Cyclic adenosine 3',5'-monophosphate levels and activities of adenylate cyclase and cyclic adenosine 3',5'-monophosphate phosphodiesterase in Pseudomonas and Bacteroides.

L S Siegel, P B Hylemon and P V Phibbs Jr

ABSTRACT

A modified Gilman assay was used to determine the concentrations of cyclic adenosine 3',5'-monophosphate (cAMP) in rapidly filtered cells and in the culture filtrates of Pseudomonas aeruginosa, Escherichia coli K-12, and Bacteroides fragilis. In P. aeruginosa cultures, levels of cAMP in the filtrate increased with the culture absorbance (3.5 to 19.8 X 10(-9) M) but did not vary significantly with the carbon source used to support growth. Intracellular concentrations (0.8 to 3.2 X 10(-5) M) were substantially higher and did not vary appreciably during growth or with carbon source.
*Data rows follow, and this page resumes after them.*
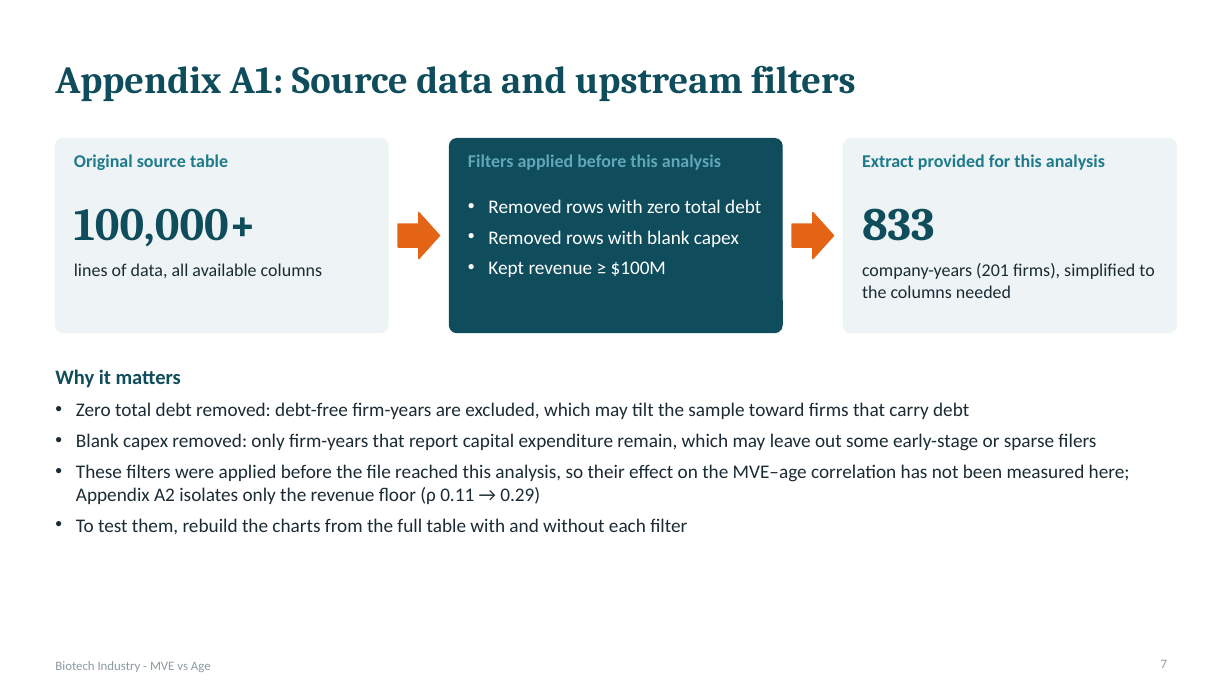
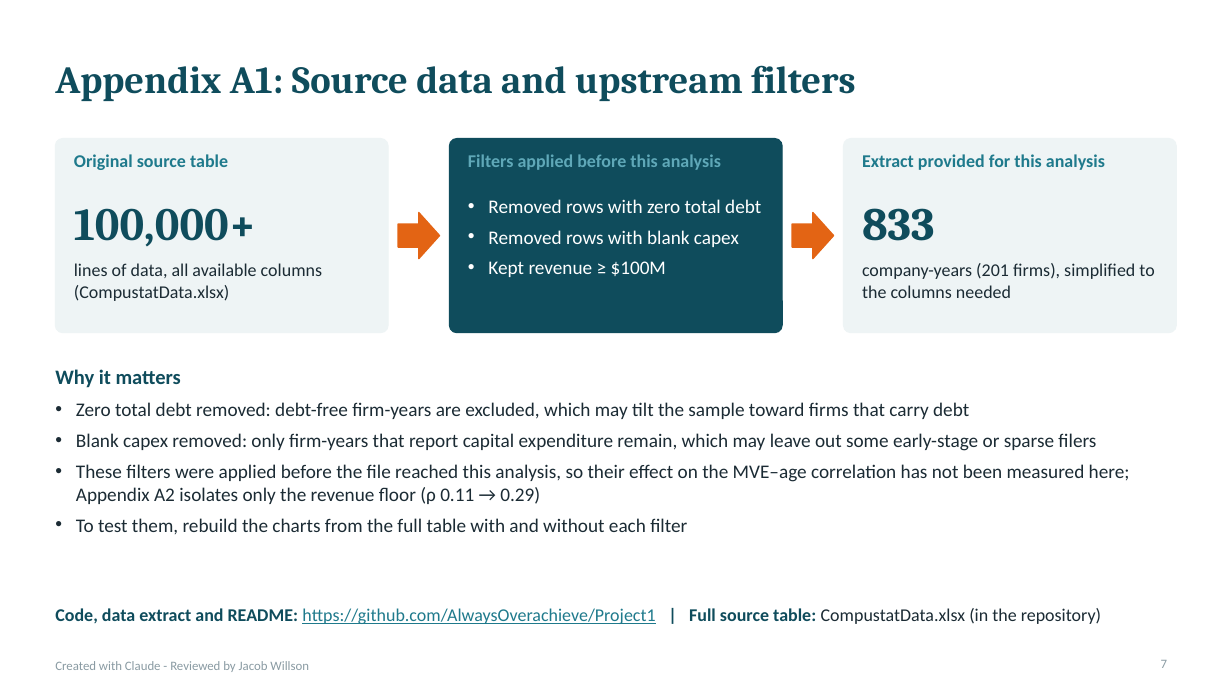
Before and after one commit to AlwaysOverachieve/Project1, a slide deck: slide 7 of out/Biotech_MVE_vs_Age.pptx. Drawn at 1232x693 pixels with LibreOffice and Linux fonts; fonts in the diff are those of the drawing. Boxes give left, top, right and bottom in pixels: in the first picture for what was removed or moved away, otherwise in the second. Text is boxed around its words. In the diff, an @@ line names an element or a change of style, - is before the commit and + after.

```diff
--- a/out/Biotech_MVE_vs_Age.pptx
+++ b/out/Biotech_MVE_vs_Age.pptx
@@ text at <box>74,263,322,301</box>: text changed @@
-lines of data, all available columns
+lines of data, all available columns (CompustatData.xlsx)
@@ text added at <box>55,608,1101,624</box>, 14 pt, text #1F7A8C @@
+Code, data extract and README: https://github.com/AlwaysOverachieve/Project1 | Full source table: CompustatData.xlsx (in the repository)
@@ text removed at <box>55,661,211,672</box> @@
-Biotech Industry - MVE vs Age
@@ text added at <box>55,661,309,672</box>, 10 pt, text #8A9BA3 @@
+Created with Claude - Reviewed by Jacob Willson
```
Also in this commit, not shown: 9 other slides changed, 2 other files.
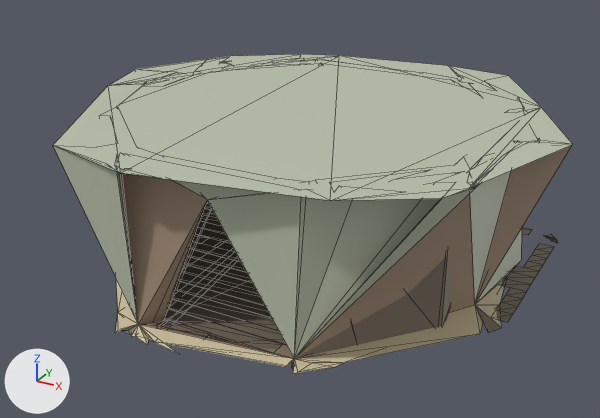
The glTF model docs/univers/archipeo/batiments/modeles/5e-batiment-hutte-de-kroa/etape-1.glb, before and after one commit.
Both versions are drawn from a 50 mm lens placed at (0.632, -1.123, 0.673), pointed at (0.009, 0.01, 0.106). The axes (+X, +Y, +Z) are drawn at lower left. The lights are the same throughout. The older version comes first. Mesh edges are drawn as thin lines. Vertices at exactly the same position are counted once.

Objects in the first picture: 'geometry_0'.
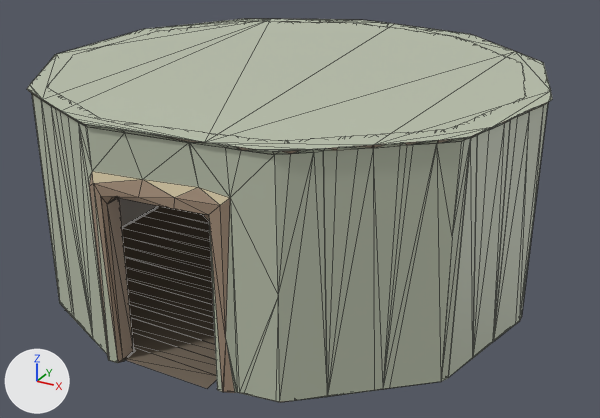
What differs and where, as boxes [x1, y1, x2, y2] in the pictures (600 x 418 px; the box of a moved part takes in the faces that stretch with it):
'geometry_0', reshaped (20% taller)
    before: [53, 54, 573, 374]
    after: [27, 19, 552, 402]
part 1 of me_geometry_0, moved or reshaped (not visible before)
    after: [125, 258, 213, 305]
part 2 of me_geometry_0, rebuilt
    before: [53, 145, 572, 374]
    after: [28, 90, 551, 402]
part 3 of me_geometry_0, rebuilt
    before: [184, 202, 253, 283]
    after: [122, 206, 212, 282]
part 4 of me_geometry_0, rebuilt
    before: [168, 299, 287, 345]
    after: [127, 280, 214, 330]
part 5 of me_geometry_0, added
    after: [27, 19, 552, 151]
part 6 of me_geometry_0, deleted
    before: [53, 54, 573, 349]
part 7 of me_geometry_0, added (brown)
    after: [66, 304, 217, 388]

The edits, one by one:
me_geometry_0 is used by ob_geometry_0; location (0.0, 0.0, 0.0).
me_geometry_0 had 469 vertices, 543 faces and spanned x -0.427..0.424, y -0.323..0.456, z 0.0..0.267.
me_geometry_0 now has 1240 vertices, 2003 faces and spans x -0.39..0.402, y -0.379..0.404, z 0.0..0.351.
me_geometry_0 part 1: the loose piece of 6 vertices spanning x -0.134..0.219, y 0.074..0.128, z 0.002 is scaled about its middle by (1.86, 1.15, 1), then moved by (-0.045, -0.251, 0.0).
me_geometry_0 part 2: the loose piece of 269 vertices spanning x -0.427..0.424, y -0.323..0.456, z 0.0..0.267 is rebuilt with 1120 vertices and now spans x -0.39..0.402, y -0.379..0.404, z 0.0..0.351.
me_geometry_0 part 3: the loose piece of 38 vertices spanning x -0.297..0.3, y -0.089..0.183, z 0.002 is rebuilt with 24 vertices and now spans x -0.363..0.357, y -0.119..0.194, z 0.003.
me_geometry_0 part 4: the loose piece of 4 vertices spanning x -0.134..0.164, y -0.225..-0.198, z 0.002 is rebuilt with 7 vertices and now spans x -0.3..0.295, y -0.244..-0.182, z 0.003.
me_geometry_0 part 5: a new loose piece of 44 vertices spanning x -0.39..0.402, y -0.378..0.404, z 0.351, in mat_defaultmaterial.
me_geometry_0 part 6: 16 loose pieces with 128 vertices, spanning x -0.427..0.424, y -0.323..0.456, z 0.0..0.267, are deleted.
Part 7, on me_geometry_0:
14 vertices are added at x -0.269..0.232, y -0.369..0.351, z 0.003.
10 new vertices lie (0.0, 0.031, 0.0) away from vertices in x -0.269..0.232, y -0.369..0.351, z 0.003.
12 new faces join them.
Other edits to the shape of me_geometry_0 do not show in these pictures.
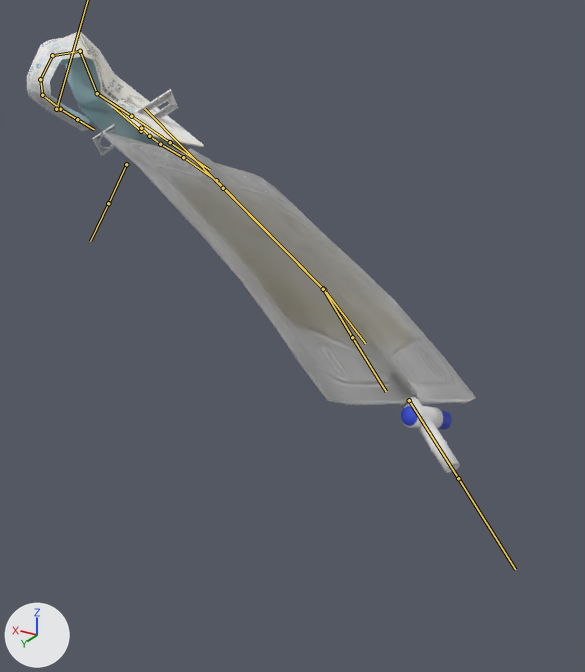
The FBX model care-up/Assets/Resources_moved/Models/catheter_Supertubular.fbx, before and after one commit.
The view is the same before and after, from a camera (50 mm lens) standing at (-0.502, 0.14, 0.353) and looking at (-0.249, -0.282, 0.142). The axes (+X, +Y, +Z) are drawn at lower left. The lights are the same throughout. Both versions are drawn at frame 658 of the action 'catArm|cath_DisconnectedBag_L_Lib'; the numbers are the values there. The bones that bend it are drawn over the model as lines.

Objects in the first picture: 'CathClipClosed', 'CathClipOpened', 'catCover', 'catOuter', 'catheter_bag'.
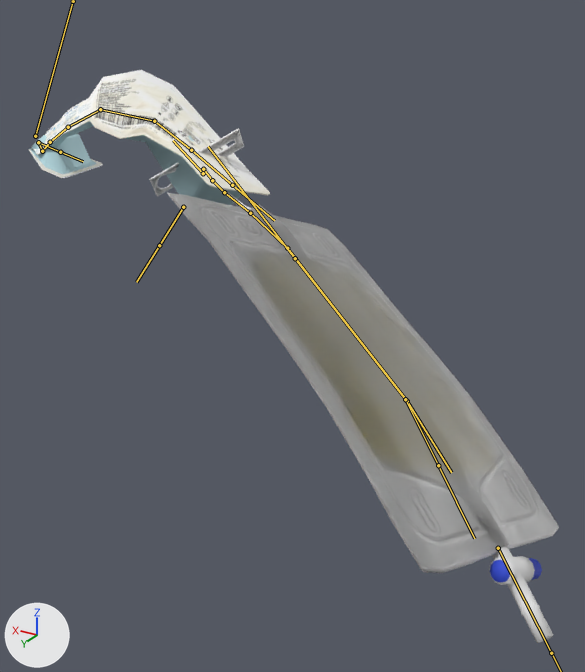
The edits, one by one:
Bone 'start' (bone_start) moves from (0.061, 0.361, 0.248) to (0.148, 0.326, 0.23).
Bone 'start' (bone_start) turns from (-22, -164, 81) to (151, -16, -98) degrees about its own x, y and z.
Bone 'b.000' (bone_b_000) turns from (-65, 40, 32) to (-72, -45, 38) degrees about its own x, y and z.
Bone 'b.001' (bone_b_001) turns from (-39, -1, -53) to (-27, 13, -37) degrees about its own x, y and z.
Bone 'b.002' (bone_b_002) turns from (-21, -7, -42) to (-3, 4, -11) degrees about its own x, y and z.
Bone 'b.003' (bone_b_003) turns from (-19, -5, -37) to (0, 4, -9) degrees about its own x, y and z.
Bone 'b.004' (bone_b_004) turns from (-12, -2, -27) to (39, 13, 7) degrees about its own x, y and z.
Bone 'b.004' (bone_b_004) is rescaled from (0.91, 1.7, 0.97) to (1.0, 1.94, 0.88).
Bone 'end' (bone_end) turns from (-21, 20, 3) to (-124, -127, -4) degrees about its own x, y and z.
Bone 'end' (bone_end) is rescaled from (1.64, 1.05, 0.9) to (4.02, 1.47, 5.03).

Where the change shows, as pixel boxes (x1, y1, x2, y2) in the pictures (585 x 672 px):
'catheter_bag', posed (33% taller)
    before: (101, 132, 476, 473)
    after: (167, 189, 559, 643)
'catCover', posed (37% wider, 8% taller)
    before: (27, 31, 204, 147)
    after: (28, 70, 270, 195)
'catOuter', posed
    before: (29, 53, 183, 151)
    after: (31, 88, 244, 205)
'CathClipClosed', posed (7% wider)
    before: (137, 89, 178, 119)
    after: (200, 128, 244, 157)
'CathClipOpened', posed (11% wider)
    before: (92, 106, 147, 156)
    after: (149, 146, 210, 196)
'catInnerTop.002', posed (not visible afterwards)
    before: (124, 106, 136, 111)
bone 'start', root to tip
    before: (141, 131) to (113, 107)
    after: (203, 173) to (173, 140)
bone 'b.000', root to tip
    before: (97, 93) to (80, 51)
    after: (154, 121) to (100, 109)
bone 'b.001', root to tip
    before: (80, 51) to (52, 55)
    after: (100, 109) to (68, 127)
bone 'b.002', root to tip
    before: (52, 55) to (40, 79)
    after: (68, 127) to (50, 142)
bone 'b.003', root to tip
    before: (40, 79) to (42, 95)
    after: (50, 142) to (42, 151)
bone 'b.004', root to tip
    before: (42, 95) to (60, 109)
    after: (42, 151) to (38, 142)
bone 'end', root to tip
    before: (60, 109) to (77, 119)
    after: (38, 142) to (60, 152)
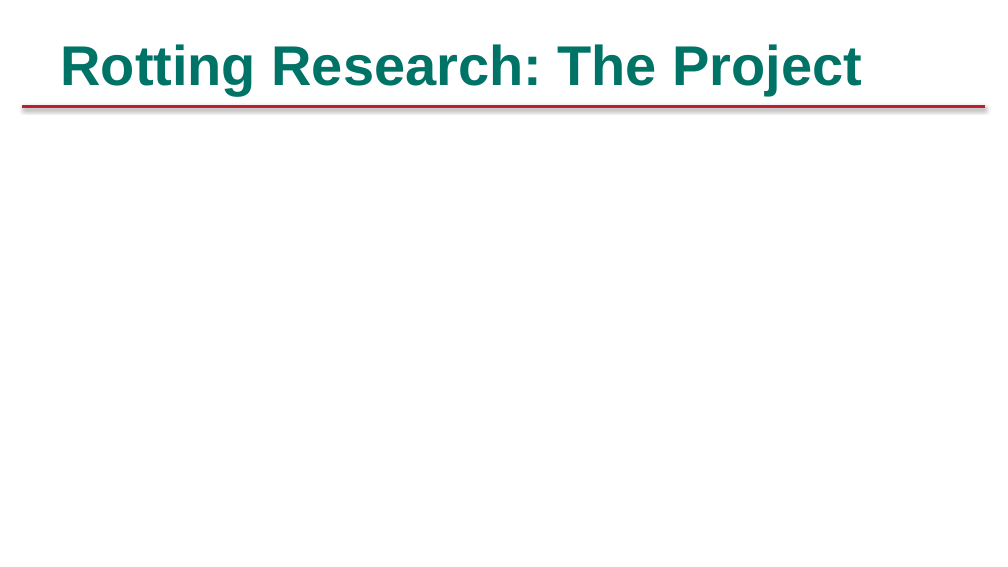
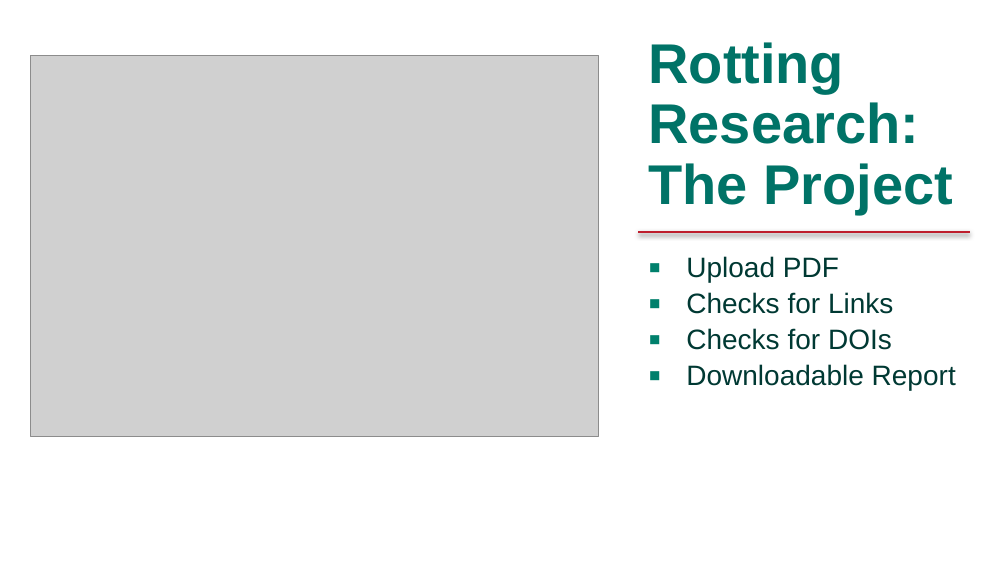
Before and after one commit to rottingresearch/rottingresearch, a slide deck: slide 16 of Presentations/ALA LibLearnX 2024/LibLearnX-2024-ALA.pptx. Drawn at 1008x567 pixels with LibreOffice and Linux fonts; fonts in the diff are those of the drawing; grey boxes stand for pictures; background and template pictures are left out. Boxes give left, top, right and bottom in pixels: in the first picture for what was removed or moved away, otherwise in the second. Text is boxed around its words. In the diff, an @@ line names an element or a change of style, - is before the commit and + after.

Commit message:
Updating Presentation
Updating the presentation as well as changing the report filename.

```diff
--- a/Presentations/ALA LibLearnX 2024/LibLearnX-2024-ALA.pptx
+++ b/Presentations/ALA LibLearnX 2024/LibLearnX-2024-ALA.pptx
@@ picture added at (x1=30, y1=55, x2=599, y2=436) @@
@@ title "Rotting Research: The Project" moved from (x1=60, y1=44, x2=863, y2=95) to (x1=648, y1=42, x2=953, y2=214) @@
@@ title "Rotting Research: The Project" at (x1=648, y1=42, x2=953, y2=214): line spacing 1 to 0.9; vertical alignment middle to top @@
@@ line removed from (22, 106) to (986, 106) @@
@@ line added from (638, 232) to (970, 232), #BE1E2D 2 pt @@
@@ text added at (x1=686, y1=256, x2=956, y2=390), 20 pt, text #003A34 @@
+▪ Upload PDF
+▪ Checks for Links
+▪ Checks for DOIs
+▪ Downloadable Report
```
Also in this commit, not shown: 13 other slides changed, 4 slides added, 3 slides removed, 1 other file.

Sodium cAMP (5 mM) failed to reverse the catabolite repression of inducible glucose-6-phosphate dehydrogenase (EC 1.1.1.49) synthesis caused by the addition of 10 mM succinate. Exogenous cAMP also had no discernible effect on the catabolite repression control of inducible mannitol dehydrogenase (EC 1.1.1.67). P. aeruginosa was found to contain both soluble cAMP phosphodiesterase (EC 3.1.4.17) and membrane-associated adenylate cyclase (EC 4.6.1.1) activity, and these were compared to the activities detected in crude extracts of E. coli. B. fragilis crude cell extracts contain neither of these enzyme activities, and little or no cAMP was detected in cells or culture filtrates of this anaerobic bacterium.